In August, the National Labor Relations Board (NLRB) ruled that companies using temporary workers are considered “joint employers” of those workers and share responsibility with staffing agencies for liabilities regarding them. In addition, unionized temporary workers have the right to bargain with the parent company as well as the agency. The ruling reverses decades of precedent defining who an employer is under the National Labor Relations Act.

It could have a major impact on manufacturers, which use temporary workers more than you might think. According to the Census Bureau, manufacturers paid $32 billion to temporary workers in 2013, or 5.3 percent of their total payroll. In comparison, manufacturers spent $27 billion on temps in 2011, or 4.8 percent of total payroll.

It’s hard to say how many temps are employed in actual production, since the Labor Department doesn’t count them as part of the manufacturing workforce. However, an April 2015 study by the Commerce Department estimates that temps fill 8 to 10 percent of production jobs in manufacturing.

The NLRB ruling involved a Browning-Ferris Industries recycling facility in California with about 60 unionized permanent employees, who mostly work off site, and 240 temporary employees, who work on-site sorting material. The Teamsters union argued that Browning-Ferris should be considered an employer of the temps and subject to bargaining along with their staffing agency, Leadpoint Business Services.

In a reversal of previous rulings, the NLRB agreed. Since 1984, the board had maintained that companies were only responsible for employees who were under their direct control. Without the power to set hours, wages or job responsibilities, companies could not be held responsible for the labor practices of the contractors.

Now, the board has had second thoughts. Indeed, the board said its previous definition of “joint employer” was “increasingly out of step” with “changing economic circumstances, particularly the recent dramatic growth in contingent employment relationships.”

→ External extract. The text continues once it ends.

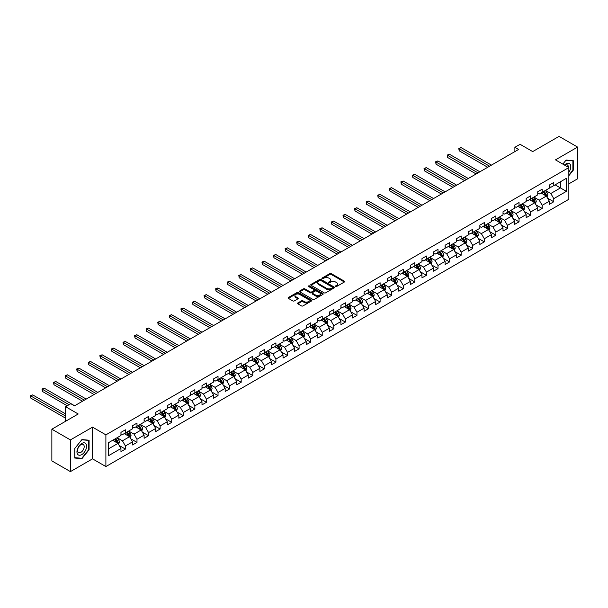 <?xml version="1.0" encoding="UTF-8"?>
<svg xmlns="http://www.w3.org/2000/svg" width="608" height="608" viewBox="0 0 608 608"><rect width="100%" height="100%" fill="white"/><g stroke="black" fill="none" stroke-linecap="round" stroke-linejoin="round"><path stroke-width="0.91" d="M335.608 286.49A0.722 0.418 0 0 0 336.627 286.49L344.364 282.021A1.034 0.593 0 0 0 344.668 281.595A1.034 0.593 0 0 0 344.364 281.177L331.254 273.608A1.034 0.593 0 0 0 329.794 273.608L322.058 278.076A0.722 0.418 0 0 0 323.076 278.662L324.079 278.084A3.298 1.9 0 0 1 328.738 278.084L329.832 278.715A3.298 1.9 0 0 1 330.798 280.06A3.298 1.9 0 0 1 329.832 281.413L328.829 281.99A0.722 0.418 0 0 0 329.855 282.576L330.851 281.998A3.298 1.9 0 0 1 335.517 281.998L336.612 282.629A3.298 1.9 0 0 1 337.577 283.974A3.298 1.9 0 0 1 336.612 285.319L335.608 285.897A0.722 0.418 0 0 0 335.608 286.49L335.608 285.897M297.821 302.966A1.034 0.593 0 0 0 297.517 303.384A1.034 0.593 0 0 0 297.821 303.802L301.5 305.93A1.034 0.593 0 0 0 302.951 305.93L311.547 300.968A1.034 0.593 0 0 0 311.851 300.542A1.034 0.593 0 0 0 311.547 300.124L298.437 292.554A1.034 0.593 0 0 0 296.978 292.554L288.382 297.517A1.034 0.593 0 0 0 288.086 297.935A1.034 0.593 0 0 0 288.382 298.361L292.828 300.922A1.034 0.593 0 0 0 294.287 300.922L297.966 298.802A1.034 0.593 0 0 0 298.262 298.376A1.034 0.593 0 0 0 297.966 297.958L295.762 296.689A2.759 1.588 0 0 1 294.956 295.564A2.759 1.588 0 0 1 296.651 294.09A2.759 1.588 0 0 1 299.66 294.439L308.286 299.417A2.759 1.588 0 0 1 309.1 300.542A2.759 1.588 0 0 1 307.397 302.016A2.759 1.588 0 0 1 304.395 301.667L302.951 300.838A1.034 0.593 0 0 0 301.5 300.838L297.821 302.966L297.821 303.802M568.845 183.859L577.6 178.798L577.6 147.09L559.048 136.382L532.699 151.59L520.083 144.309L514.885 147.303L518.601 149.446L74.495 405.848L70.786 403.704L65.596 406.706L65.596 421.276M70.414 439.911L70.414 471.618L92.53 458.85L92.53 427.143L70.414 439.911L51.862 429.202L78.212 413.987L65.596 406.706M92.53 427.143L105.891 434.857L568.845 167.572L568.845 199.28L105.891 466.564L105.891 434.857M577.6 147.09L555.484 159.858L568.845 167.572M324.155 292.851A1.034 0.593 0 0 0 325.607 292.851L334.202 287.888A1.034 0.593 0 0 0 334.506 287.462A1.034 0.593 0 0 0 334.202 287.044L321.092 279.475A1.034 0.593 0 0 0 319.633 279.475L311.038 284.438A1.034 0.593 0 0 0 310.734 284.856A1.034 0.593 0 0 0 311.038 285.281L324.155 292.851M308.811 286.642A0.722 0.418 0 0 1 309.548 286.748L309.548 285.889L322.878 293.588A1.034 0.593 0 0 1 323.175 294.006A1.034 0.593 0 0 1 322.878 294.424L314.283 299.387A1.034 0.593 0 0 1 312.824 299.387L299.714 291.817L299.714 290.974A1.034 0.593 0 0 0 299.41 291.399A1.034 0.593 0 0 0 299.714 291.817M299.714 290.974L303.392 288.853A1.034 0.593 0 0 1 304.844 288.853L310.164 291.924A1.034 0.593 0 0 0 311.623 291.924L314.062 290.518A1.034 0.593 0 0 0 314.366 290.092A1.034 0.593 0 0 0 314.062 289.674L308.53 286.474A0.722 0.418 0 0 1 309.548 285.889M70.414 471.618L51.862 460.91L51.862 429.202M119.214 445.504L125.408 449.084L125.408 445.953L132.536 441.841L132.536 444.965L136.99 442.396L136.99 439.272L144.111 435.153L144.111 438.284L148.565 435.716L148.565 432.584L155.686 428.473L155.686 431.596L160.14 429.028L160.14 425.904L167.268 421.785L167.268 424.916L171.722 422.347L171.722 419.216L178.843 415.104L178.843 418.228L183.297 415.659L183.297 412.536L190.418 408.416L190.418 411.548L194.872 408.979L194.872 405.848L202 401.736L202 404.86L206.454 402.291L206.454 399.167L213.575 395.048L213.575 398.179L218.029 395.61L218.029 392.479L225.158 388.368L225.158 391.491L229.604 388.922L229.604 385.799L236.732 381.68L236.732 384.811L241.186 382.242L241.186 379.111L248.307 374.999L248.307 378.123L252.761 375.554L252.761 372.43L259.89 368.311L259.89 371.442L264.343 368.874L264.343 365.742L271.464 361.631L271.464 364.754L275.918 362.186L275.918 359.062L283.039 354.943L283.039 358.074L287.493 355.505L287.493 352.374L294.622 348.262L294.622 351.386L299.075 348.817L299.075 345.694L306.196 341.574L306.196 344.706L310.65 342.137L310.65 339.006L317.771 334.894L317.771 338.018L322.225 335.449L322.225 332.325L329.354 328.206L329.354 331.337L333.807 328.768L333.807 325.637L340.928 321.526L340.928 324.649L345.382 322.08L345.382 318.957L352.503 314.838L352.503 317.969L356.957 315.4L356.957 312.269L364.086 308.157L364.086 311.281L368.539 308.712L368.539 305.588L375.66 301.469L375.66 304.6L380.114 302.032L380.114 298.9L387.243 294.789L387.243 297.912L391.689 295.344L391.689 292.22L398.818 288.101L398.818 291.232L403.271 288.663L403.271 285.532L410.392 281.42L410.392 284.544L414.846 281.975L414.846 278.852L421.975 274.732L421.975 277.864L426.428 275.295L426.428 272.164L433.55 268.052L433.55 271.176L438.003 268.607L438.003 265.483L445.124 261.364L445.124 264.495L449.578 261.926L449.578 258.795L456.707 254.684L456.707 257.807L461.16 255.238L461.16 252.115L468.282 247.996L468.282 251.127L472.735 248.558L472.735 245.427L479.856 241.315L479.856 244.439L484.31 241.87L484.31 238.746L491.439 234.627L491.439 237.758L495.892 235.19L495.892 232.058L503.014 227.947L503.014 231.07L507.467 228.502L507.467 225.378L514.588 221.259L514.588 224.39L519.042 221.821L519.042 218.69L526.171 214.578L526.171 217.702L530.624 215.133L530.624 212.01L537.746 207.89L537.746 211.022L542.199 208.453L542.199 205.322L549.32 201.21L549.32 204.334L553.774 201.765L553.774 198.641L566.39 191.353L566.39 178.326L560.454 181.754L560.454 187.925L566.39 191.353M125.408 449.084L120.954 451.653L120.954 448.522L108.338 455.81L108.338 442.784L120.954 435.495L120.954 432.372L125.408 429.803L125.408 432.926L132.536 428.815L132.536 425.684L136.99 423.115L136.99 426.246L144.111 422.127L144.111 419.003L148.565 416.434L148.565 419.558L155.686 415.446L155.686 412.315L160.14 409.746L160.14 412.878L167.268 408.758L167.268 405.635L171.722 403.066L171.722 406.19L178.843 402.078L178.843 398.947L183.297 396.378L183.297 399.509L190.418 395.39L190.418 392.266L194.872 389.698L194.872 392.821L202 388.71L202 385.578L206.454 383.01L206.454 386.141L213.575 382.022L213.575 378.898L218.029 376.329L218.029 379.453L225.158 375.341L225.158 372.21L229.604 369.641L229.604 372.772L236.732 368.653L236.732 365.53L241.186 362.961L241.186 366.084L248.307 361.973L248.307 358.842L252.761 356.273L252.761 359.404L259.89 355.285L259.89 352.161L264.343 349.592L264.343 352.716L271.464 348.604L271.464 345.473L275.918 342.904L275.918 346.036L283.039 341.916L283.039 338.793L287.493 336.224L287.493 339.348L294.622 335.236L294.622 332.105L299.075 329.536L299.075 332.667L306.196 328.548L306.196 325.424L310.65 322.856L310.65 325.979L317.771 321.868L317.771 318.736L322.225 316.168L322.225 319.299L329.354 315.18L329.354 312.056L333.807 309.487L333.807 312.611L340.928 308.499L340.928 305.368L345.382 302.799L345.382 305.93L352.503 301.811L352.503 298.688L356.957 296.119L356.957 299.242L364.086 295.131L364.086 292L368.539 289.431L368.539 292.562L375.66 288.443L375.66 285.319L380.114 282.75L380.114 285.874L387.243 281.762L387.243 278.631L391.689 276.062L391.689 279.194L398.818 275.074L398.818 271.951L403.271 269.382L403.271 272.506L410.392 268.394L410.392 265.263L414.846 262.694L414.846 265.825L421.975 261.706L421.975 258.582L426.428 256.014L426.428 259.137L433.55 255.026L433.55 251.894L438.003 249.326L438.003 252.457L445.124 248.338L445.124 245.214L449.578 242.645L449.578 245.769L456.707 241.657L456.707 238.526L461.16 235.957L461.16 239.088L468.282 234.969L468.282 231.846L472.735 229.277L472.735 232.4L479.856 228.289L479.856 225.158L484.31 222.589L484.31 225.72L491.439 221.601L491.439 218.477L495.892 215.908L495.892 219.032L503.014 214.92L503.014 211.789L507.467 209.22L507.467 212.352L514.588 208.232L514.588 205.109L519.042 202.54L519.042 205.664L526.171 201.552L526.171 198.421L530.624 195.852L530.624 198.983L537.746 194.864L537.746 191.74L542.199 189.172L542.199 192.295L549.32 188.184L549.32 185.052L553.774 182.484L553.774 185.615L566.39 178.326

The board therefore decided to go back to its pre-1984 definition: Companies need not exercise their control to be considered joint employers—they need only have the authority to make decisions over those employees.

“Today’s decision is a loss for manufacturers, employers and employees,” says Linda Kelly, senior vice president and general counsel for the National Association of Manufacturers. “The joint employer definition has worked for more than three decades with…no evidence that workers have been denied their rights.”

 Manufacturers that rely heavily on temps would be well-advised to review their contracts with staffing agencies. They may even want to replace temps with permanent hires. If such manufacturers are now considered joint employers, they could be held jointly liable for unfair labor practices. They could also find themselves bargaining with a union even as they’re negotiating with a staffing agency for its services.